What do you propose to tell those who voted for you, when their taxes double, fossil fuel sources become unaffordable, automobiles are banned, and confiscation of private property (not limited to firearms) continues at an accelerated rate?
#3 (asked by Algore)
Gore: “Thank you. Mr. Browne, we are all familiar with your interpretation of the Second Amendment, and your belief that anyone should be able to possess any deadly firearm of their choice, without reasonable regulation by the Government.”
“We are fortunate, to have in our audience tonight, Mrs. Ima V. Ictim. Mrs. Ictim, as you will notice has her head bandaged, and is sitting in a wheel-chair, as result of a terrible gun-related accident tonight. It seems, that as she was on her way down to this debate, she was stricken a vicious blow upon the head, by a hand-gun that was thrown from a window by a citizen who was outraged by gun-violence.”
“Mrs. Ictim’s husband, Barney who was an NRA member believed in carrying a handgun in his car for self-protection. Well, one day Barney was in a hurry, and upon getting into his car, he accidentally sat upon his deadly gun, causing it to be inserted deeply into his colon. As result of a rectal contraction, due to intestinal gas, the deadly gun discharged, blowing a moon-roof in his head.”
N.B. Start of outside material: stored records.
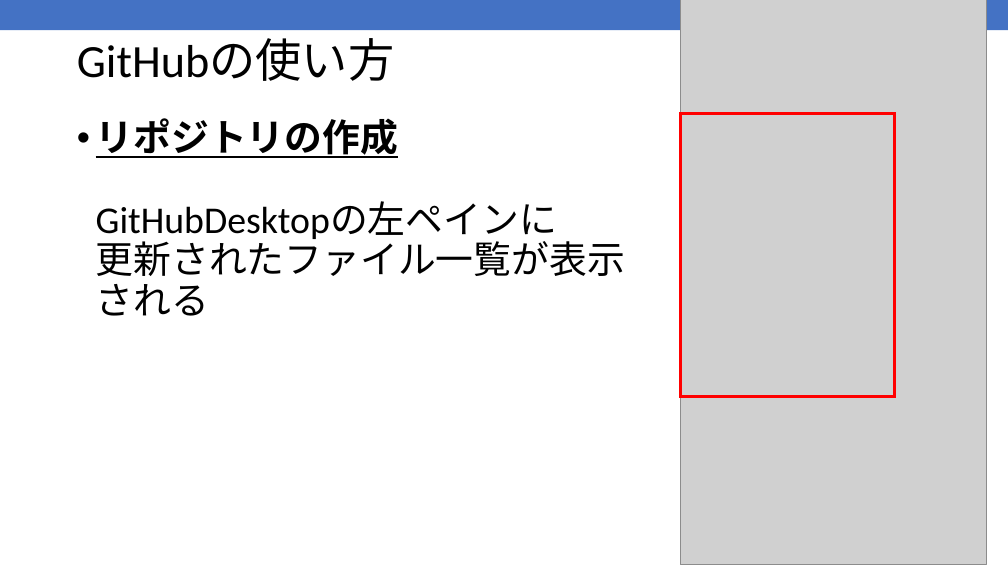
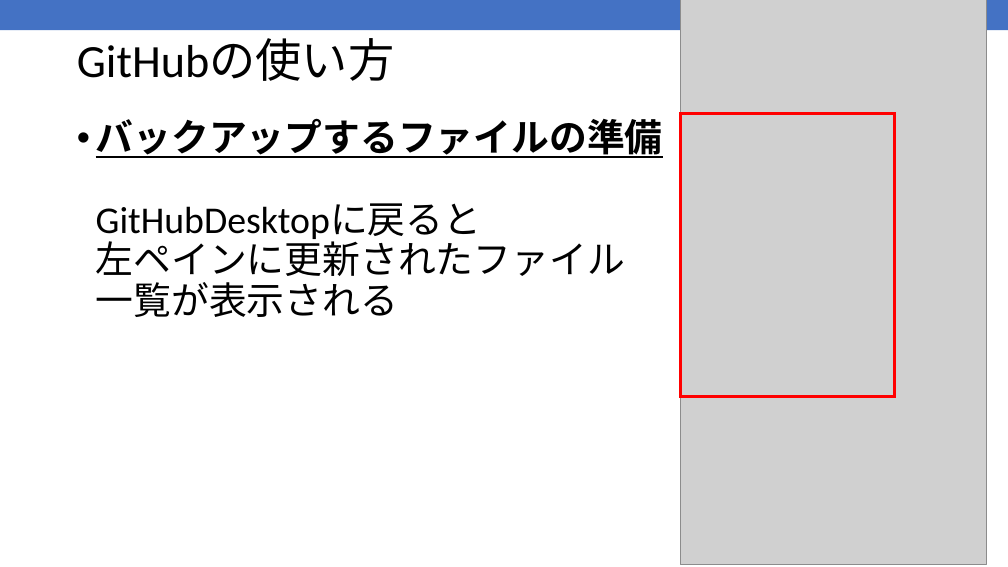
Before and after one commit to kic-murata/cpp2025, a slide deck: slide 49 of 授業資料/GitHub登録方法.pptx (slide 47 before the commit). Drawn at 1008x567 pixels with LibreOffice and Linux fonts; fonts in the diff are those of the drawing; grey boxes stand for pictures. Boxes give left, top, right and bottom in pixels: in the first picture for what was removed or moved away, otherwise in the second. Text is boxed around its words. In the diff, an @@ line names an element or a change of style, - is before the commit and + after.

```diff
--- a/授業資料/GitHub登録方法.pptx
+++ b/授業資料/GitHub登録方法.pptx
@@ text at [96,118,663,317]: text changed @@
-• リポジトリの作成
-  GitHubDesktopの左ペインに
-  更新されたファイル一覧が表示
-  される
+• バックアップするファイルの準備
+  GitHubDesktopに戻ると
+  左ペインに更新されたファイル
+  一覧が表示される
```
Also in this commit, not shown: 24 other slides changed.
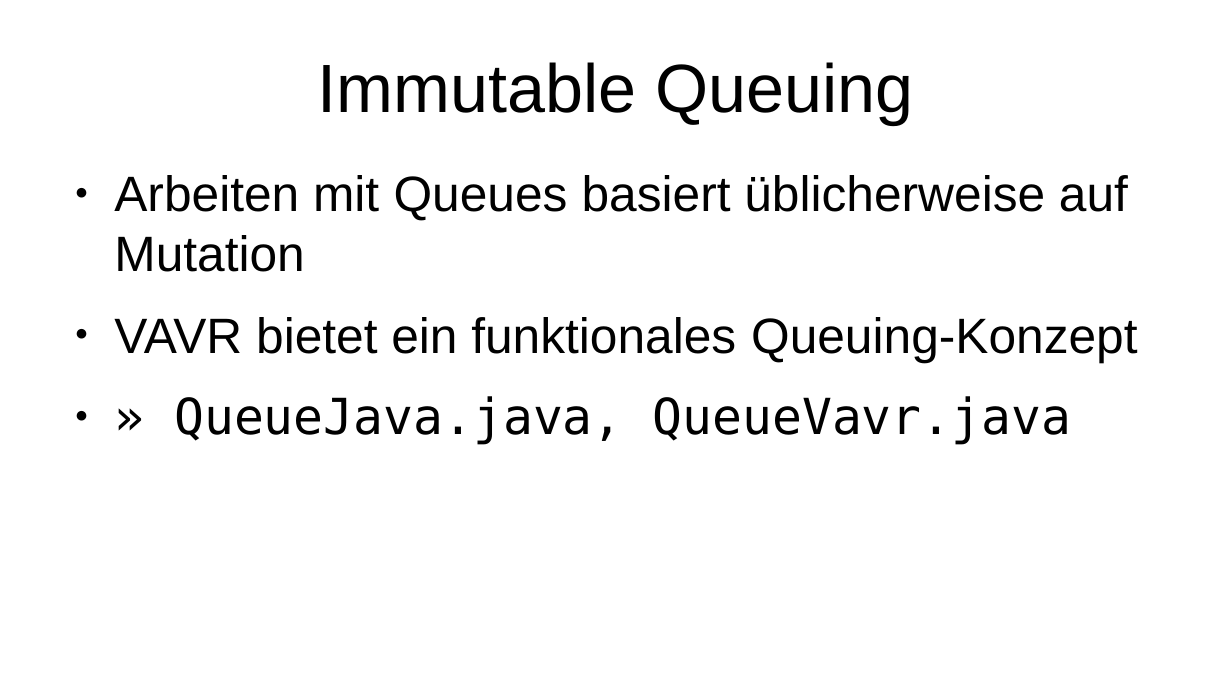
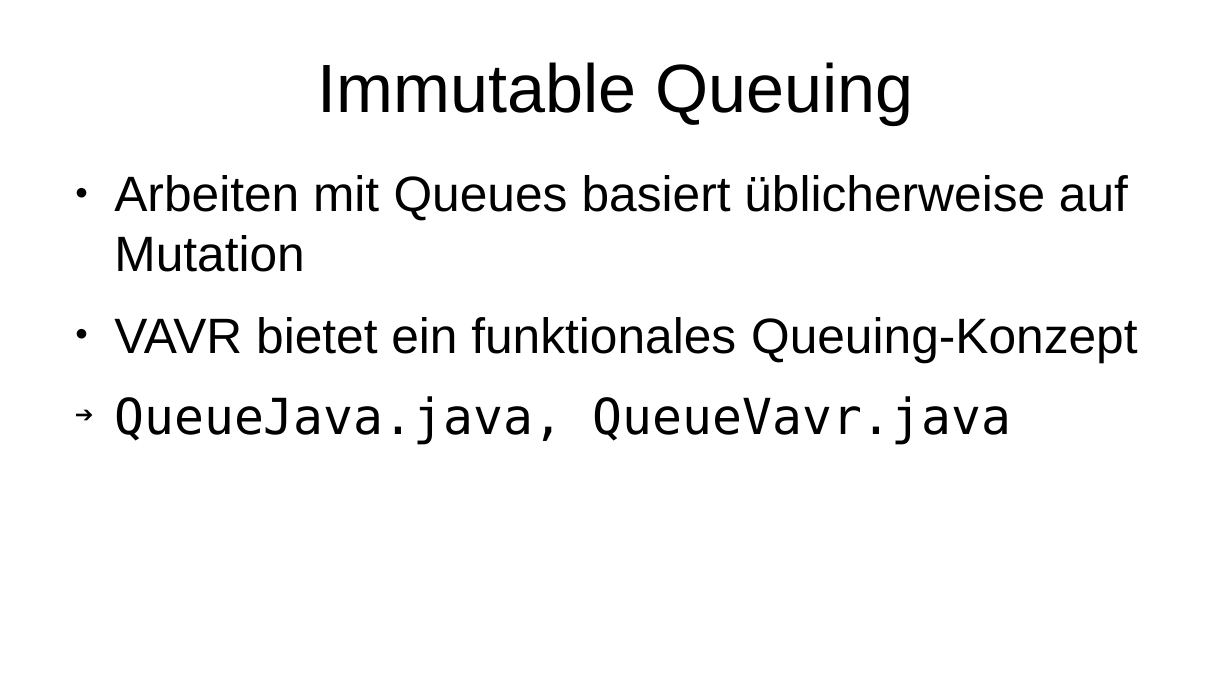
Before and after one commit to p3et/vavr-demo, a slide deck: slide 9 of coffee talk.odp (slide 8 before the commit). Drawn at 1232x693 pixels with LibreOffice and Linux fonts; fonts in the diff are those of the drawing. Boxes give left, top, right and bottom in pixels: in the first picture for what was removed or moved away, otherwise in the second. Text is boxed around its words. In the diff, an @@ line names an element or a change of style, - is before the commit and + after.

```diff
--- a/coffee talk.odp
+++ b/coffee talk.odp
@@ text at (114,396,1012,445): text changed @@
-● » QueueJava.java, QueueVavr.java
+➔ QueueJava.java, QueueVavr.java
```
Also in this commit, not shown: 2 other slides changed, 1 slide added, 1 other file.

“Mrs. Ictim’s only son Shimp, died as result of a tetanus infection incurred when he accidentally stepped upon a rusty gun, which was carelessly left on a dirt path near their trailer park.”
“There are more examples, Mr. Browne, but my question to you is; What do you say to Mrs. Ictim, and the millions like her, given your advocacy of the free distribution of these evil devices? Remember, the soccer moms are watching!”